Natural de Piratini e ex-aluno do Colégio Gonzaga e da UCPel, o advogado Jair Alves Pereira divide com os colegas César Bitencourt e Vânia Bitencourt a tarefa de defender o tenente-coronel do Exército Mauro Cid, ex-ajudante de ordens da presidência da República no governo de Jair Bolsonaro.
O militar foi um dos réus do processo que apura tentativa de golpe de Estado e, pela colaboração premiada, recebeu a pena mais branda entre os integrantes do chamado núcleo principal – dois anos em regime aberto, enquanto outros condenados tiveram sentenças que chegam a 27 anos de prisão.
O advogado afirmou que o resultado foi positivo, principalmente diante do cenário enfrentado pela defesa. “É óbvio que a nossa pretensão era a absolvição, mas, diante de todas as circunstâncias, nos parece que a sentença é extremamente satisfatória”, declara.
A decisão do Supremo Tribunal Federal (STF) também autorizou, na segunda-feira, a retirada da tornozeleira eletrônica de Mauro Cid, marcando o início da fase de execução da pena. Segundo o advogado, a equipe já protocolou pedido para que o período em que o militar permaneceu preso e sob restrições seja reconhecido como cumprimento de pena. “Ele está com restrições desde maio de 2023, tinha que se recolher todos os dias às 18h, não podia sair aos finais de semana nem de Brasília, e estava com monitoramento eletrônico.
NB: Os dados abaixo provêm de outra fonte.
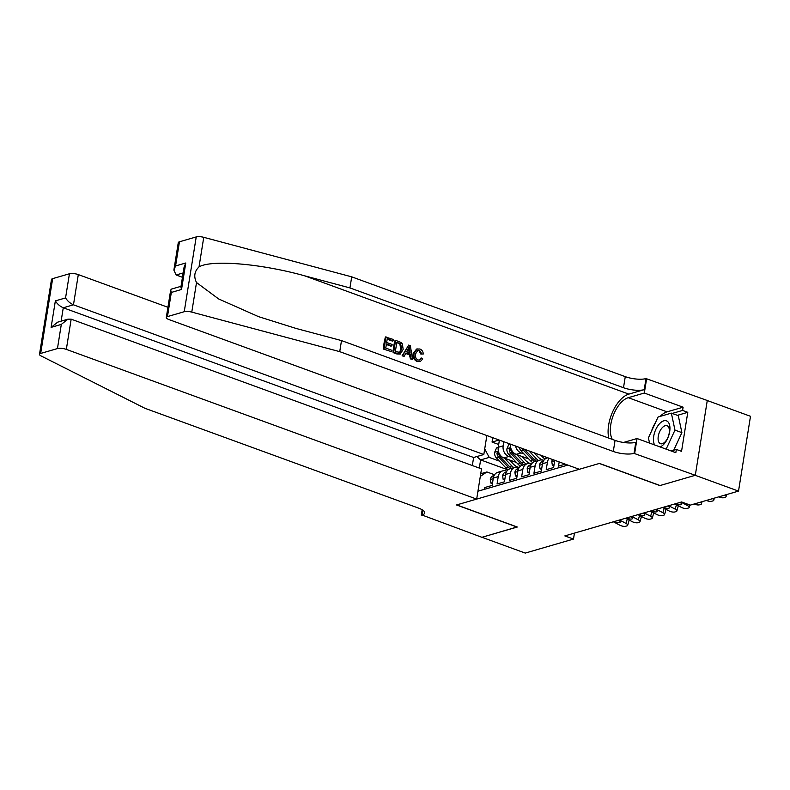 <?xml version="1.0" encoding="UTF-8"?>
<svg xmlns="http://www.w3.org/2000/svg" width="790" height="790" viewBox="0 0 790 790"><rect width="100%" height="100%" fill="white"/><g stroke="black" fill="none" stroke-linecap="round" stroke-linejoin="round"><path stroke-width="1.19" d="M707.267 400.53L750.5 416.3L738.522 491.103L695.23 475.313L659.897 485.583L599.294 463.473L456.699 504.909L517.302 527.019L481.959 537.289L525.251 553.079L573.5 539.066L574.449 533.112M484.477 489.316L484.764 487.549L492.14 485.406L493.316 478.029L498.233 476.597A8.591 6.903 -106.2 0 1 502.766 470.87A8.591 6.903 -106.2 0 1 506.459 471.038L506.864 471.186M498.233 476.597L497.058 483.974L504.425 481.831L505.61 474.454L510.528 473.022A8.591 6.903 -106.2 0 1 515.06 467.305A8.591 6.903 -106.2 0 1 518.744 467.463L519.158 467.611M510.528 473.022L509.343 480.399L516.719 478.256L517.904 470.88L522.822 469.448A8.591 6.903 -106.2 0 1 527.345 463.73A8.591 6.903 -106.2 0 1 531.038 463.888L531.453 464.036M522.822 469.448L521.637 476.834L529.014 474.691L530.199 467.305L535.116 465.883A8.591 6.903 -106.2 0 1 539.639 460.155A8.591 6.903 -106.2 0 1 543.332 460.323L543.737 460.471M535.116 465.883L533.931 473.259L541.308 471.117L542.483 463.74L547.401 462.308A8.591 6.903 -106.2 0 1 549.238 458.299M547.401 462.308L546.226 469.685L553.602 467.542L554.758 460.313M559.182 461.933L558.51 466.11L565.275 464.155M738.522 491.103L690.272 505.126L681.612 501.966L564.84 535.906L573.5 539.066M477.94 491.222L567.852 465.093M511.752 457.558L508.79 456.482A8.591 6.903 -106.2 0 1 503.161 445.866L503.822 441.728M516.453 462.496L503.872 457.914L508.79 456.482M524.037 453.993L521.084 452.907A8.591 6.903 -106.2 0 1 515.564 446.014M528.737 458.931L516.166 454.339L521.084 452.907M541.032 455.356L528.53 450.744M492.743 437.69L492.051 442.064L498.688 444.484M499.102 440.01L492.051 442.064M499.389 440.119L498.243 447.298A8.591 6.903 73.8 0 0 503.872 457.914M480.745 473.743L486.897 471.956L494.57 474.76M508.01 469.892L480.616 459.899L479.313 468.075M499.458 461.133L489.227 457.4L480.616 459.899L476.795 456.571M547.816 457.785L547.016 458.012A8.591 6.903 73.8 0 0 542.483 463.74M539.639 460.155L534.721 461.587A8.591 6.903 73.8 0 0 530.199 467.305M527.74 450.458A8.591 6.903 73.8 0 0 528.451 450.764M527.345 463.73L522.427 465.162A8.591 6.903 73.8 0 0 517.904 470.88M510.478 444.158A8.591 6.903 73.8 0 0 516.166 454.339M515.06 467.305L510.143 468.727A8.591 6.903 73.8 0 0 505.61 474.454M484.714 448.908L489.227 457.4M502.766 470.87L497.848 472.301A8.591 6.903 73.8 0 0 493.316 478.029M486.897 471.956L480.31 476.4M718.702 496.861A4.296 1.57 -164.4 0 0 724.035 497.67L725.26 497.315A4.296 1.57 -164.4 0 0 726.04 496.713A4.296 1.57 -164.4 0 0 724.795 495.093M660.094 446.933A13.963 7.169 -70 0 0 668.992 434.707A13.963 7.169 -70 0 0 667.511 421.425A13.963 7.169 -70 0 0 656.628 427.825A13.963 7.169 -70 0 0 654.574 444.918M659.759 443.299A9.559 4.908 -70 0 0 660.47 443.694A9.559 4.908 -70 0 0 668.073 437.117A9.559 4.908 -70 0 0 667.728 426.126A9.559 4.908 -70 0 0 667.027 425.731A9.559 4.908 -70 0 0 659.413 432.298A9.559 4.908 -70 0 0 659.759 443.299M649.548 443.091L648.422 437.818L658.09 416.992L671.362 413.131L678.284 415.659L681.889 432.634L673.742 450.191M671.362 413.131L674.966 430.106L666.138 449.145M681.889 432.634L674.966 430.106M383.515 349.091L391.662 351.708L383.515 349.091A27.976 14.368 -70 0 1 385.461 336.965L393.341 339.473L393.114 340.875L392.383 341.092L387.179 339.187M386.34 344.479L390.912 346.148L391.889 345.862L386.428 343.867L385.757 348.074L391.889 350.306L391.662 351.708M395.602 340.302L395.049 340.46A27.976 14.368 -70 0 0 393.104 352.597L396.827 353.95L400.234 354.078L393.657 352.429L395.602 340.302L400.965 342.445L402.337 343.867L403.167 349.417L400.234 354.078M417.367 361.593L420.26 361.593L417.367 361.593C414.069 360.141 412.656 357.495 413.111 353.663L416.557 349.032L419.855 348.992C421.9 349.802 423.045 351.461 423.302 353.979L420.853 354.078L418.848 350.572L419.569 350.365L417.841 350.237L415.56 353.9C414.977 356.695 415.787 358.719 417.979 359.993L419.539 360.092L421.386 358.018L420.438 358.295M179.448 241.789L175.578 265.954L173.879 270.091L178.273 242.668A6.448 1.945 9.1 0 1 179.448 241.789L196.226 236.921A6.448 1.945 9.1 0 1 203.751 237.316L351.708 276.846L349.94 287.916L623.498 387.722A15.04 4.542 -170.9 0 0 644.225 389.648L628.86 394.111A27.976 14.368 -70 0 0 612.754 411.59A27.976 14.368 -70 0 0 608.774 438.094M349.94 287.916L304.575 275.799C261.293 263.672 211.453 259.466 199.021 266.901C194.399 271.335 193.56 276.549 196.513 282.543L218.623 298.936L258.547 316.652L296.132 328.462L341.497 340.579L615.064 440.385A15.04 4.542 -170.9 0 0 635.792 442.311L634.014 453.381L695.299 475.294L660.075 485.524L599.482 463.414L579.317 469.28L168.971 319.565A6.448 1.945 -170.9 0 1 166.295 317.471A6.448 1.945 -170.9 0 1 167.46 316.593L184.238 311.714L196.226 236.921M408.697 345.082L402.071 355.865L404.184 356.27L402.624 355.707L408.697 345.082L410.346 345.684L412.528 359.322L410.978 358.749L410.385 354.591L405.961 352.972L404.184 356.27M405.685 353.476L409.467 354.858L410.425 358.907L412.528 359.322M351.708 276.846L625.275 376.652A15.04 4.542 -170.9 0 0 646.003 378.578L707.277 400.49L695.299 475.294M341.497 340.579L339.73 351.649L613.297 451.455A15.04 4.542 -170.9 0 0 634.014 453.381M196.513 282.543L191.773 312.119L339.73 351.649M660.163 416.389A24.164 12.413 110 0 1 667.066 411.847L683.113 407.186L682.59 410.425L672.211 413.437M671.125 450.962L676.349 449.441L681.543 451.337L687.784 412.321L682.59 410.425M676.349 449.441L675.825 452.68L637.046 438.529L634.696 453.184M646.674 378.38L644.324 393.035L628.287 397.696A24.164 12.413 -70 0 0 613.257 415.461A24.164 12.413 -70 0 0 612.299 439.378M683.113 407.186L644.324 393.035M182.46 277.3L176.111 274.979L173.879 270.091M623.498 442.459L637.046 438.529M191.773 312.119A6.448 1.945 -170.9 0 0 184.238 311.714M649.153 442.943A24.164 12.413 110 0 1 649.232 441.63M651.385 431.439A24.164 12.413 110 0 1 655.621 422.314M687.784 412.321L677.405 415.333M175.578 265.954L185.778 262.991L184.09 267.129L180.89 287.076L181.532 289.466L171.331 292.438L170.689 290.049L171.549 289.071L181.009 286.316M423.302 353.979L420.853 354.078M421.771 353.811L419.569 350.365M417.9 361.445C414.76 359.954 413.486 357.258 414.088 353.377L413.111 353.663M414.088 353.377L417.189 348.844M421.386 358.018L422.788 358.946L420.26 361.593M408.233 348.765L406.623 351.728L410.168 353.021L409.299 346.78L408.233 348.765M402.624 355.707L402.071 355.865M410.385 354.591L409.467 354.858M410.978 358.749L410.425 358.907M409.674 349.466L408.746 349.743L409.2 353.308M395.346 351.57L400.086 352.389L401.705 348.854L400.629 343.887L396.847 342.238L395.346 351.57M399.602 352.616L400.718 349.141L401.705 348.854M393.657 352.429L393.104 352.597M397.38 353.792L396.827 353.95M400.629 343.887L399.868 344.104L400.718 349.141M398.95 343.008L398.219 343.216L399.868 344.104M396.768 342.692L398.219 343.216M393.114 340.875L387.258 338.742L386.656 342.475L392.116 344.46L391.889 345.862M384.068 348.933L386.014 336.807M167.924 307.29L78.309 274.594L73.47 304.812L63.269 307.774L61.126 321.155M472.331 465.527L473.615 457.489L483.816 454.526L73.47 304.812C70.162 303.35 67.525 301.059 65.56 297.929L69.431 273.765L52.654 278.643L40.665 353.446A6.448 1.945 -170.9 0 0 39.5 354.315A6.448 1.945 -170.9 0 0 41.041 355.925L144.896 408.272L418.463 508.079A15.04 4.542 9.1 0 1 424.704 512.957A15.04 4.542 9.1 0 1 421.978 515.001L481.9 537.309L517.134 526.96M483.816 454.526L486.857 435.547M517.114 527.078L456.521 504.968L476.676 499.102L66.33 349.387A6.448 1.945 -170.9 0 0 57.443 348.568L40.665 353.446M421.297 515.199L422.166 509.787M476.676 499.102L481.515 468.885L71.169 319.17L66.33 349.387M39.5 354.315L51.478 279.522A6.448 1.945 9.1 0 1 52.654 278.643M69.431 273.765A6.448 1.945 9.1 0 1 78.309 274.594M473.615 457.489L63.269 307.774C59.961 306.313 57.324 304.022 55.359 300.891L65.56 297.929M57.443 348.568L61.314 324.404L67.891 319.19L71.169 319.17M61.314 324.404L51.113 327.376L57.69 322.152L67.891 319.19M706.408 500.435A4.296 1.57 -164.4 0 0 711.741 501.245L712.965 500.89A4.296 1.57 -164.4 0 0 713.755 500.287A4.296 1.57 -164.4 0 0 712.511 498.658M694.114 504.01A4.296 1.57 -164.4 0 0 699.446 504.82L700.681 504.464A4.296 1.57 -164.4 0 0 701.461 503.862A4.296 1.57 -164.4 0 0 700.217 502.233M680.99 502.144L687.488 505.56L687.853 504.247M554.047 464.767L552.358 465.261L551.775 461.577A5.688 4.572 -106.2 0 1 552.575 459.523M674.838 503.931L681.345 507.348A4.296 1.57 -164.4 0 0 687.152 508.395L688.386 508.039A4.296 1.57 -164.4 0 0 689.166 507.427A4.296 1.57 -164.4 0 0 687.488 505.56M679.884 502.47L680.348 502.716A3.437 1.254 15.6 0 1 681.691 504.208A3.437 1.254 15.6 0 1 681.059 504.692A3.437 1.254 15.6 0 1 676.408 503.852L676.526 503.447M552.358 465.261L553.879 465.814M668.696 505.719L675.193 509.135L676.418 504.761M541.752 468.342L540.064 468.835L539.481 465.142A5.688 4.572 -106.2 0 1 542.463 461.449L543.303 461.212M662.553 507.506L669.051 510.923A4.296 1.57 -164.4 0 0 674.857 511.96L676.092 511.604A4.296 1.57 -164.4 0 0 676.872 511.002A4.296 1.57 -164.4 0 0 675.193 509.135M678.156 505.669A4.296 1.57 15.6 0 1 678.225 506.183L676.872 511.002M667.59 506.044L668.054 506.281A3.437 1.254 15.6 0 1 669.397 507.782A3.437 1.254 15.6 0 1 668.765 508.266A3.437 1.254 15.6 0 1 664.114 507.427L664.232 507.012M542.957 461.972A5.688 4.572 73.8 0 0 542.276 463.029L542.454 463.967M540.064 468.835L541.585 469.388M656.401 509.293L662.899 512.7L664.123 508.335M529.458 471.916L527.769 472.4L527.187 468.717A5.688 4.572 -106.2 0 1 530.169 465.024L531.008 464.787M650.259 511.081L656.757 514.488A4.296 1.57 -164.4 0 0 662.573 515.534L663.798 515.179A4.296 1.57 -164.4 0 0 664.578 514.576A4.296 1.57 -164.4 0 0 662.899 512.7M665.861 509.244A4.296 1.57 15.6 0 1 665.931 509.757L664.578 514.576M655.295 509.619L655.759 509.856A3.437 1.254 15.6 0 1 657.102 511.357A3.437 1.254 15.6 0 1 656.48 511.841A3.437 1.254 15.6 0 1 651.829 511.002L651.938 510.587M530.663 465.547A5.688 4.572 73.8 0 0 529.981 466.604L530.159 467.542M527.769 472.4L529.29 472.953M540.962 455.287L542.562 456.966A16.432 13.193 73.8 0 0 545.011 459.079M545.594 456.976A16.432 13.193 73.8 0 0 546.877 458.052M644.107 512.868L650.614 516.275L651.829 511.91M517.164 475.481L515.475 475.975L514.892 472.292A5.688 4.572 -106.2 0 1 517.885 468.598L518.714 468.351M637.965 514.655L644.462 518.062A4.296 1.57 -164.4 0 0 650.279 519.109L651.503 518.754A4.296 1.57 -164.4 0 0 652.293 518.151A4.296 1.57 -164.4 0 0 650.614 516.275M653.567 512.819A4.296 1.57 15.6 0 1 653.636 513.332L652.293 518.151M643.001 513.184L643.465 513.431A3.437 1.254 15.6 0 1 644.808 514.922A3.437 1.254 15.6 0 1 644.186 515.406A3.437 1.254 15.6 0 1 639.535 514.576L639.653 514.162M518.378 469.122A5.688 4.572 73.8 0 0 517.687 470.169L517.865 471.117M515.475 475.975L516.996 476.528M519.287 447.377A5.688 4.572 73.8 0 0 521.015 450.804L530.268 460.531A16.432 13.193 73.8 0 0 532.717 462.644M529.014 450.972L536.42 458.753A16.432 13.193 73.8 0 0 538.395 460.521M534.02 452.798L537.802 456.768A13.637 10.951 73.8 0 0 543.846 460.323M522.19 448.434A5.688 4.572 73.8 0 0 523.345 450.132L532.608 459.859A16.432 13.193 73.8 0 0 534.583 461.627M536.055 461.202A16.432 13.193 -106.2 0 1 534.08 459.425L524.827 449.698A5.688 4.572 -106.2 0 1 524.432 449.253M631.822 516.433L638.32 519.85L639.544 515.475M504.869 479.056L503.191 479.55L502.608 475.866A5.688 4.572 -106.2 0 1 505.59 472.173L506.43 471.926M625.67 518.22L632.178 521.637A4.296 1.57 -164.4 0 0 637.984 522.684L639.219 522.328A4.296 1.57 -164.4 0 0 639.999 521.716A4.296 1.57 -164.4 0 0 638.32 519.85M641.273 516.393A4.296 1.57 15.6 0 1 641.342 516.907L639.999 521.716M630.716 516.759L631.17 517.006A3.437 1.254 15.6 0 1 632.514 518.497A3.437 1.254 15.6 0 1 631.891 518.981A3.437 1.254 15.6 0 1 627.24 518.141L627.359 517.736M506.084 472.697A5.688 4.572 73.8 0 0 505.393 473.743L505.57 474.691M503.191 479.55L504.701 480.103M510.064 444.01L508.819 444.375L506.943 448.769A5.688 4.572 73.8 0 0 508.721 454.378L517.983 464.105A16.432 13.193 73.8 0 0 520.422 466.219M516.719 454.536L524.125 462.318A16.432 13.193 73.8 0 0 526.101 464.095M521.736 456.373L525.518 460.343A13.637 10.951 73.8 0 0 531.552 463.898M523.76 464.767A16.432 13.193 -106.2 0 1 521.795 462.999L512.532 453.272A5.688 4.572 -106.2 0 1 510.725 449.263L509.906 448.216L509.254 449.688A5.688 4.572 73.8 0 0 511.051 453.697L520.314 463.424A16.432 13.193 73.8 0 0 522.289 465.201M619.528 520.008L626.026 523.424L627.25 519.05M492.585 482.631L490.896 483.125L490.313 479.431A5.688 4.572 -106.2 0 1 493.296 475.748L494.135 475.501M613.376 521.795L619.883 525.212A4.296 1.57 -164.4 0 0 625.69 526.249L626.924 525.893A4.296 1.57 -164.4 0 0 627.704 525.291A4.296 1.57 -164.4 0 0 626.026 523.424M628.978 519.958A4.296 1.57 15.6 0 1 629.047 520.472L627.704 525.291M618.422 520.333L618.886 520.571A3.437 1.254 15.6 0 1 620.229 522.072A3.437 1.254 15.6 0 1 619.597 522.555A3.437 1.254 15.6 0 1 614.946 521.716L615.064 521.311M493.79 476.261A5.688 4.572 73.8 0 0 493.108 477.318L493.276 478.256M490.896 483.125L492.417 483.678M498.214 447.456L496.525 447.94L494.649 452.344A5.688 4.572 73.8 0 0 496.426 457.953L505.689 467.68A16.432 13.193 73.8 0 0 508.128 469.793M504.425 458.111L511.831 465.893A16.432 13.193 73.8 0 0 513.806 467.66M509.441 459.938L513.224 463.918A13.637 10.951 73.8 0 0 519.257 467.473M511.476 468.342A16.432 13.193 -106.2 0 1 509.501 466.574L500.238 456.847A5.688 4.572 -106.2 0 1 498.431 452.828L497.611 451.791L496.959 453.263A5.688 4.572 73.8 0 0 498.767 457.272L508.019 466.999A16.432 13.193 73.8 0 0 509.994 468.776M498.243 447.298L503.161 445.866M304.575 275.799L628.86 394.111M615.064 440.385L613.297 451.455M623.498 387.722L625.275 376.652M185.778 262.991L181.532 289.466M171.331 292.438L167.46 316.593M203.751 237.316L199.021 266.901M644.225 389.648L646.003 378.578M667.066 411.847L628.287 397.696M183.152 272.935L176.111 274.979M51.113 327.376L55.359 300.891M422.749 510.162L421.978 515.001M551.785 461.666L554.669 460.827M539.491 465.241L542.384 464.401M527.207 468.806L530.09 467.966M544.241 456.472L542.562 456.966M514.912 472.381L517.796 471.541M532.608 459.859L530.268 460.531M536.42 458.753L534.08 459.425M523.345 450.132L521.015 450.804M502.618 475.955L505.501 475.116M510.676 447.594L506.992 448.661M520.314 463.424L517.983 464.105M524.125 462.318L521.795 462.999M511.051 453.697L508.721 454.378M513.786 452.907L512.532 453.272M510.913 450.29L509.254 449.688M490.323 479.53L493.217 478.691M498.391 451.159L494.698 452.236M508.019 466.999L505.689 467.68M511.831 465.893L509.501 466.574M498.767 457.272L496.426 457.953M501.492 456.482L500.238 456.847M498.618 453.865L496.959 453.263M726.652 494.55L726.04 496.713M170.689 290.049L166.295 317.471M714.357 498.125L713.755 500.287M702.063 501.699L701.461 503.862M689.858 504.968L689.166 507.427"/></g></svg>

Nós entendemos que isso também é cumprimento de pena, tem que ser contabilizado”, explica.
Sobre o acordo de colaboração premiada, Pereira reconhece que ele teve papel decisivo para o desfecho do caso, mas destacou a postura do cliente. “Ela deu a dinâmica dos fatos, mas é preciso que se diga que o Mauro Cid, em nenhum momento, apontou a responsabilidade criminal de quem quer que seja. Ele relatou os fatos que ele tinha conhecimento”, afirma.
O advogado também comentou o impacto pessoal do processo sobre o militar, que deve se afastar da carreira. “Embora fosse o seu sonho de vida profissional, ele não se sente mais à vontade de ir ao Exército. Inclusive, assim que tiver a ordem de retornar, ele deverá pedir férias e aguardar a decisão quanto ao pedido de reserva”, informa.
Trajetória e vínculo com a região Sul
Com atuação consolidada em tribunais superiores, especialmente em causas de grande repercussão nacional, Pereira descreve o processo como o mais intenso de sua carreira. “Estamos há dois anos e meio com uma batalha diária gigante. Não é um processo que segue um ritmo normal, que a gente peticiona e espera. Se peticiona de manhã, tem uma decisão à tarde. A dinâmica processual é totalmente diferente de qualquer processo”, relata.
Ele também destaca o aprendizado adquirido ao longo da jornada. “Um processo de competência extraordinária, comandado por um ministro que, na minha opinião, é extremamente técnico. Eu não terei outro processo dessa envergadura, com certeza”, garante.
Mesmo com rotina intensa em Brasília, o advogado mantém fortes vínculos com o Sul do Estado. “(O processo) passou pelo interior de Piratini, com certeza. Muitos finais de semana no campo pensando o que eu ia fazer na segunda-feira”, contou. Ele deve retornar ainda hoje para Pelotas.